Ever wanted to get rid of the html from a specific context? Have you needed to create a clean MDD and get rid of the annoying characters that are messing up your Reports for survey tables? If the answer is yes to either one or both of these questions then you should read this article. In it we explain how to open up your MDD file in your dms script and clean the metadata of all those unwanted characters before you export the data.
The first thing we need to do is to create our basic dms script and check that it works. In this example we will take some DDF data and export it to a SAV. To create the base DMS, create a new dms file and then hold down the [ctrl] key and press the [M] key, then press [I] followed by the [Tab] key and you should end up with the following code.

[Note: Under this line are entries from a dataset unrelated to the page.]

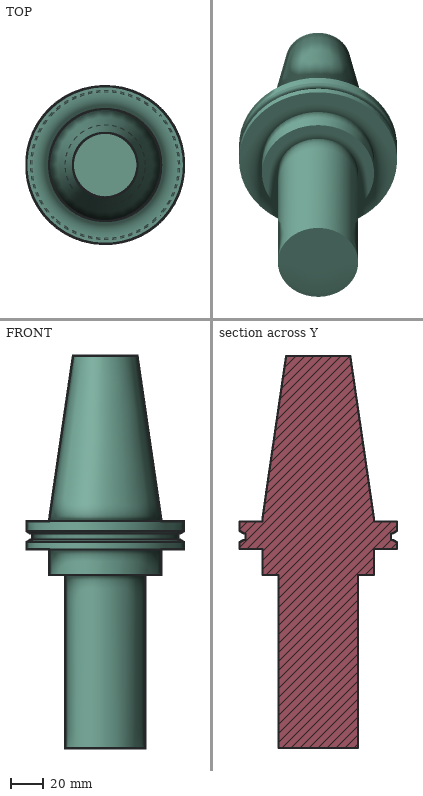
import cadquery as cq
import math


gauge_diameter = 69.85
taper_length = 101.6
taper_ratio = 7 / 24
small_end_diameter = gauge_diameter - taper_ratio * taper_length

flange_diameter = 98.43
flange_top_z = -1.5
flange_bottom_z = -19.05
groove_floor_diameter = 91.29
groove_shoulder_diameter = 93.0
groove_centre_z = -11.1
groove_mouth_width = 7.0
groove_flank_angle = 30

collar_diameter = gauge_diameter
collar_bottom_z = -35.0
shaft_diameter = 50.0
shaft_bottom_z = -143.0


def cylinder(diameter, bottom_z, top_z):
    """Solid cylinder about Z between two heights."""
    return cq.Workplane("XY").workplane(offset=bottom_z).circle(diameter / 2).extrude(top_z - bottom_z)


def revolve_about_z(profile):
    """Full turn about Z of a closed (radius, height) outline."""
    return cq.Workplane("XZ").polyline(profile).close().revolve(360, (0, 0), (0, 1))


def taper_shank():
    """Cone narrowing upward from the gauge plane."""
    gauge_radius = gauge_diameter / 2
    small_radius = small_end_diameter / 2
    profile = [(0, 0), (gauge_radius, 0), (small_radius, taper_length), (0, taper_length)]
    return revolve_about_z(profile)


def flange_groove():
    """Ring cut from the flange rim: sloping flanks, then flat shoulders down to the floor."""
    floor_radius = groove_floor_diameter / 2
    shoulder_radius = groove_shoulder_diameter / 2
    rim_radius = flange_diameter / 2
    flank_height = (rim_radius - shoulder_radius) * math.tan(math.radians(groove_flank_angle))
    mouth_half = groove_mouth_width / 2
    floor_half = mouth_half - flank_height
    profile = [
        (floor_radius, groove_centre_z - floor_half),
        (shoulder_radius, groove_centre_z - floor_half),
        (rim_radius, groove_centre_z - mouth_half),
        (rim_radius, groove_centre_z + mouth_half),
        (shoulder_radius, groove_centre_z + floor_half),
        (floor_radius, groove_centre_z + floor_half),
    ]
    return revolve_about_z(profile)


flange = cylinder(flange_diameter, flange_bottom_z, flange_top_z).cut(flange_groove())
neck = cylinder(gauge_diameter, flange_top_z, 0)
collar = cylinder(collar_diameter, collar_bottom_z, flange_bottom_z)
shaft = cylinder(shaft_diameter, shaft_bottom_z, collar_bottom_z)

result = taper_shank().union(neck).union(flange).union(collar).union(shaft)

InputDatasource(Input, "") ConnectionString = "" SelectQuery = "SELECT * FROM VDATA" End InputDatasource
Notice where the cursor key is positioned , right between the speech marks of the ConnectionString. Don’t move it but click on the tools menu and chose the ConnectionString builder option. Change the Metadata location to specify the mdd that we created and the Case Data Type to DDF and Specify the case data location. Click here to find out more about the connection string builder.
What you should end up with is a connection string like this one, assuming that the data is in the same directory as the script we are creating.

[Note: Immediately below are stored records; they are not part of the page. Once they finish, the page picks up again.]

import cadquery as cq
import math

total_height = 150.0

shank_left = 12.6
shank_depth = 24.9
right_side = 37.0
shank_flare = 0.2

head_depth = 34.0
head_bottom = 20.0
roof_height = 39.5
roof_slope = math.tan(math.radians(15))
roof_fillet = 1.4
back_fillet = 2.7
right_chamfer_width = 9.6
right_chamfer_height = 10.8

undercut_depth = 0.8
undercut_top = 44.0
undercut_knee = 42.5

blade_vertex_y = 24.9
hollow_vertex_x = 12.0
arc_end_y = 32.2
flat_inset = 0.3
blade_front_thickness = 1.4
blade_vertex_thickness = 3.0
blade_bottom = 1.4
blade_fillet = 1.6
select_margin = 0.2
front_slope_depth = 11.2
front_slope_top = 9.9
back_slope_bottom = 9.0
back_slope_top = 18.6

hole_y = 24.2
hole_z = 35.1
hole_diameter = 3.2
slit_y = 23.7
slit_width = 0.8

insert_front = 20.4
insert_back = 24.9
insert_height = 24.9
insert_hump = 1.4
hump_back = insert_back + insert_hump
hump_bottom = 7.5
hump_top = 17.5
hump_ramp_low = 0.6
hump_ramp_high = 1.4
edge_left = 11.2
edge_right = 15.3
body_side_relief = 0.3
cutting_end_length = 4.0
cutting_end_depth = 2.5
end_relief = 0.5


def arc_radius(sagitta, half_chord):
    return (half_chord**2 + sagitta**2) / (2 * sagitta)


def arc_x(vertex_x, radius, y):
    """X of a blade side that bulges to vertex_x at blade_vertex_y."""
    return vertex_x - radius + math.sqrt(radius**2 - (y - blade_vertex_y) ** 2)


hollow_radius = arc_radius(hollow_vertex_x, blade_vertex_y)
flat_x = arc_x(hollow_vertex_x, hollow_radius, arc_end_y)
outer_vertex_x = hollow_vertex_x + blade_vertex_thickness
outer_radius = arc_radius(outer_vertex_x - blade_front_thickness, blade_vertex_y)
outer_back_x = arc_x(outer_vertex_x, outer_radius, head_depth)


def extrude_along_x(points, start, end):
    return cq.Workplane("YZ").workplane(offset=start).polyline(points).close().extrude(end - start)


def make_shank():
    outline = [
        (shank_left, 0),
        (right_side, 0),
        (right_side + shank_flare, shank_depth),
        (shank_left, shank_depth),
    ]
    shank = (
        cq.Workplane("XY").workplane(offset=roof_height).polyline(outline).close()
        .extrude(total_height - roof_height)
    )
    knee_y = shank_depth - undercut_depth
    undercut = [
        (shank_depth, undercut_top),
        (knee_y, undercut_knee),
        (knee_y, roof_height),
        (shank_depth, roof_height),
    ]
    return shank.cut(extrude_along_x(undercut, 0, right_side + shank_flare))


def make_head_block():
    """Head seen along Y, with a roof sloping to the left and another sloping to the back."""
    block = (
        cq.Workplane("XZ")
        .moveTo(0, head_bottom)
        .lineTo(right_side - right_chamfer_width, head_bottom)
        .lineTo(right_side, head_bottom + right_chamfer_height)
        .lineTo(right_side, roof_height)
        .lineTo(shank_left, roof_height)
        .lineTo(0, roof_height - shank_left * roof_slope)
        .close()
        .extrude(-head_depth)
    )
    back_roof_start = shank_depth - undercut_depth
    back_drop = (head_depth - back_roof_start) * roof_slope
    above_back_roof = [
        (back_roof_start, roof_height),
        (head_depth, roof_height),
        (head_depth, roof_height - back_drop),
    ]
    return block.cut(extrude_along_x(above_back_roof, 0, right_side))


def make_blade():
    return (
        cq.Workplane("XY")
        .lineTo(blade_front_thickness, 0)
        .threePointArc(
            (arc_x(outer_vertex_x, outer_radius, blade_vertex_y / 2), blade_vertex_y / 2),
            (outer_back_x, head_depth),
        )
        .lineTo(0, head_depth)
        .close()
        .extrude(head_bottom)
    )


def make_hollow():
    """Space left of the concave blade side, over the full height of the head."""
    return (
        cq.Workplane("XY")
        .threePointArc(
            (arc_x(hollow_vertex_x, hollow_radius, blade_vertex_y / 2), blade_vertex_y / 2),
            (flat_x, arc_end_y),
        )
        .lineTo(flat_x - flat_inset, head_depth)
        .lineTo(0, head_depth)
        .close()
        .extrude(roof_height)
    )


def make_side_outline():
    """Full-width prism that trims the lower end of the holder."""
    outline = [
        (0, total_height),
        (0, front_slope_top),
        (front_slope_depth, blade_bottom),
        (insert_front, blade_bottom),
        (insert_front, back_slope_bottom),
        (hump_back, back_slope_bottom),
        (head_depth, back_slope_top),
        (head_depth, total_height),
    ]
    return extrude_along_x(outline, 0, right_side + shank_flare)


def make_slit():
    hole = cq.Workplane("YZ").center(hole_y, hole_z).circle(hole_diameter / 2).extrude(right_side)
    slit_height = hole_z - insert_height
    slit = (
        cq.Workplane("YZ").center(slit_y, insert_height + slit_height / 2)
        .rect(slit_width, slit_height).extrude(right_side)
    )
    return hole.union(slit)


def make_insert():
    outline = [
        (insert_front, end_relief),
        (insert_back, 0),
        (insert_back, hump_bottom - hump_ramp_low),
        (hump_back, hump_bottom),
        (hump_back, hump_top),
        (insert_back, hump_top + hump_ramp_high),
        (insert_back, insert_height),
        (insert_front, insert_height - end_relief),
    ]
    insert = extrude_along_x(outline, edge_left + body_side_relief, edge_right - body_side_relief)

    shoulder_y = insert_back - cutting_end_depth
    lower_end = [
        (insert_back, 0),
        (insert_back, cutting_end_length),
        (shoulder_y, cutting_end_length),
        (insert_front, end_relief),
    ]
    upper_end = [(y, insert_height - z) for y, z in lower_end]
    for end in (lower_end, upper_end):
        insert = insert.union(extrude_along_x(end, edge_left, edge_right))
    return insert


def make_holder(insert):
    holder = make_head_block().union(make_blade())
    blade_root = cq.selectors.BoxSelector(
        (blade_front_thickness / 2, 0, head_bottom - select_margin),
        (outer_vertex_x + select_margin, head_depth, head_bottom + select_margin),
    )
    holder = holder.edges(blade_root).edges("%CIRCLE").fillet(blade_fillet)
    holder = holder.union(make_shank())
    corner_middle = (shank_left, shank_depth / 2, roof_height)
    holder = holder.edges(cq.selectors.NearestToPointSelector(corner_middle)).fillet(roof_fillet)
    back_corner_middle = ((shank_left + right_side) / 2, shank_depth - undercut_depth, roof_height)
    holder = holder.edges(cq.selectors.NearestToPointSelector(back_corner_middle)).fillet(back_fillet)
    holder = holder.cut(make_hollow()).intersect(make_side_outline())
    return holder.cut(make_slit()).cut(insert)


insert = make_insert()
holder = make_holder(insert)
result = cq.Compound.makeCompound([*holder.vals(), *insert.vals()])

InputDatasource(Input, "") ConnectionString = _ "Provider=mrOleDB.Provider.2;Data Source=mrDataFileDsc;Location=" _ + sFile + ".ddf;Initial Catalog=" + sFile + ".mdd" SelectQuery = "SELECT * FROM VDATA" End InputDatasource
You will notice that we have changed it slightly , we have modified the last bit of the string to use a variable. We have declared out variable up the top of the script like so.
#define sFile "./ShortDrinks"
We have done this so that it is easier to manage out script. If we needed to set it up for another ddf file we have just one place to change the file name. next we create the output string. Hold down the [ctrl] key and press the [M] key, then press [O] followed by the [Tab] key and you should end up with the following code.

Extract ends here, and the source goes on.